Folks living in the Phoenix area can now sign up for free on-demand rides, part of a trial meant to see how regular people integrate the autonomous cars into their everyday lives.

Want to be one of the first people in America to ride in a self-driving car? Time to pack up and move to Phoenix.

Waymo—or, the company formerly known as Google’s self-driving car project—announced Tuesday that it plans to sign up hundreds of households living in and around the Phoenix, Arizona, area for a trial that will give them free, on-demand access to self-driving cars.

“Rather than offering people one or two rides, the goal of this program is to give participants access to our fleet every day, at any time, to go anywhere within an area that’s about twice the size of San Francisco,” John Krafcik, CEO of Waymo, wrote in a post on Medium.

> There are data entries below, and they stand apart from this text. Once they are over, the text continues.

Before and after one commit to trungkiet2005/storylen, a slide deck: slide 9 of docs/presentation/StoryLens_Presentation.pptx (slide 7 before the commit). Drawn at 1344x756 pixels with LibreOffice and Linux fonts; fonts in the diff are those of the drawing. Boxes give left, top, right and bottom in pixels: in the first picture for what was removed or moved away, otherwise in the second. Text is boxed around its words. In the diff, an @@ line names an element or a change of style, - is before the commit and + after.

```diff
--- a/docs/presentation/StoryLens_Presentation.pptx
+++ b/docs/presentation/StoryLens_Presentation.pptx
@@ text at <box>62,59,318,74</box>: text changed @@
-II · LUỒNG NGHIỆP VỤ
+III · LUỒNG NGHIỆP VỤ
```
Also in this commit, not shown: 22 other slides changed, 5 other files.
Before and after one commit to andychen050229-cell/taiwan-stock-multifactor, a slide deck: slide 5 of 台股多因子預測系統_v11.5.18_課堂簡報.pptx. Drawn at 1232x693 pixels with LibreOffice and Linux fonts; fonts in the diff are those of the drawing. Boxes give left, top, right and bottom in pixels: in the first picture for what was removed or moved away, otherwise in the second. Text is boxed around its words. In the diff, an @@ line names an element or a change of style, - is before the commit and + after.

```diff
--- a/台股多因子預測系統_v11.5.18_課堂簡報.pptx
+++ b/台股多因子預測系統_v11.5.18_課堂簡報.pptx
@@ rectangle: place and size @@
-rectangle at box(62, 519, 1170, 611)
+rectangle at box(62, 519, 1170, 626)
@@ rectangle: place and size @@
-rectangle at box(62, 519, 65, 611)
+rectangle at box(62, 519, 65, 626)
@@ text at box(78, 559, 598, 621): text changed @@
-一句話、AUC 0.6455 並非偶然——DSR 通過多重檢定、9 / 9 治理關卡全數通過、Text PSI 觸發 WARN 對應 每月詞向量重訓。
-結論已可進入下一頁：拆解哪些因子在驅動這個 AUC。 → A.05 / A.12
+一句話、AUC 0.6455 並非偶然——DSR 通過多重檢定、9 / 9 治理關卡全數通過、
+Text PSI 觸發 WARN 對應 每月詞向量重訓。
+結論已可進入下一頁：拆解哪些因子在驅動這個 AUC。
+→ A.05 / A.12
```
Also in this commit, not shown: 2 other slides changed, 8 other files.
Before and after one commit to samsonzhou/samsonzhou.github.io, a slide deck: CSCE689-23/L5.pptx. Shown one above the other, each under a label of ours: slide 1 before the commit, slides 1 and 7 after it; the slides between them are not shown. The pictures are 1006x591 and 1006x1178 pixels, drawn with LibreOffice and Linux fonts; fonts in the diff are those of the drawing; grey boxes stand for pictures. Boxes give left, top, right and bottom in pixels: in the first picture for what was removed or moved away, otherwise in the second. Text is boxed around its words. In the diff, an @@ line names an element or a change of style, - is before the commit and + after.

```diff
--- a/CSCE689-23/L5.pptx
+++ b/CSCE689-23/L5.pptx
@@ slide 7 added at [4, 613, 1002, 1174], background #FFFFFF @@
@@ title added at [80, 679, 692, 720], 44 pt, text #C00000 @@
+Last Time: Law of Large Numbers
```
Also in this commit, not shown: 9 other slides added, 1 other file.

The fact that Krafcik outlined how much of the greater Phoenix area will be open to riders is significant, suggesting that Waymo has mapped it in great detail and is confident that its cars will perform well there. This is similar to the approach Uber took when it launched its self-driving taxi program in Pittsburgh last year.

Uber’s Pittsburgh experiment showcased a technology that was a long way from self-sufficient (see “What to Know Before You Get In a Self-driving Car”), and since then the ride-hailing giant’s autonomous vehicle operations have had a rough ride—including being accused by Waymo of stealing its lidar technology.

Waymo, meanwhile, appears to believe its fleet of self-driving Chrysler Pacifica Hybrid minivans and Lexus RX450h SUVs is up to the challenge of ferrying families to and from work, soccer practice, and on errands. While the company makes clear that each car will come with a human test driver, Krafcik said the purpose of the trial is to learn more about how people use Waymo's vehicles—where they go with them, how they interact with them during rides, and so on.

This could be a sign that the technology is maturing to the point that Waymo is becoming more concerned with how to make an actual business out of its cars (which was, after all, the point of spinning the company out of Google in the first place). There is also plenty of pressure from a growing list of competitors to keep pushing forward.

Regardless of the motivation, the trial is likely to provide a trove of data on what regular people do with autonomous vehicles when given the opportunity. And if Waymo’s years of experience in testing self-driving cars is any indication, there are bound to be a lot of unexpected results.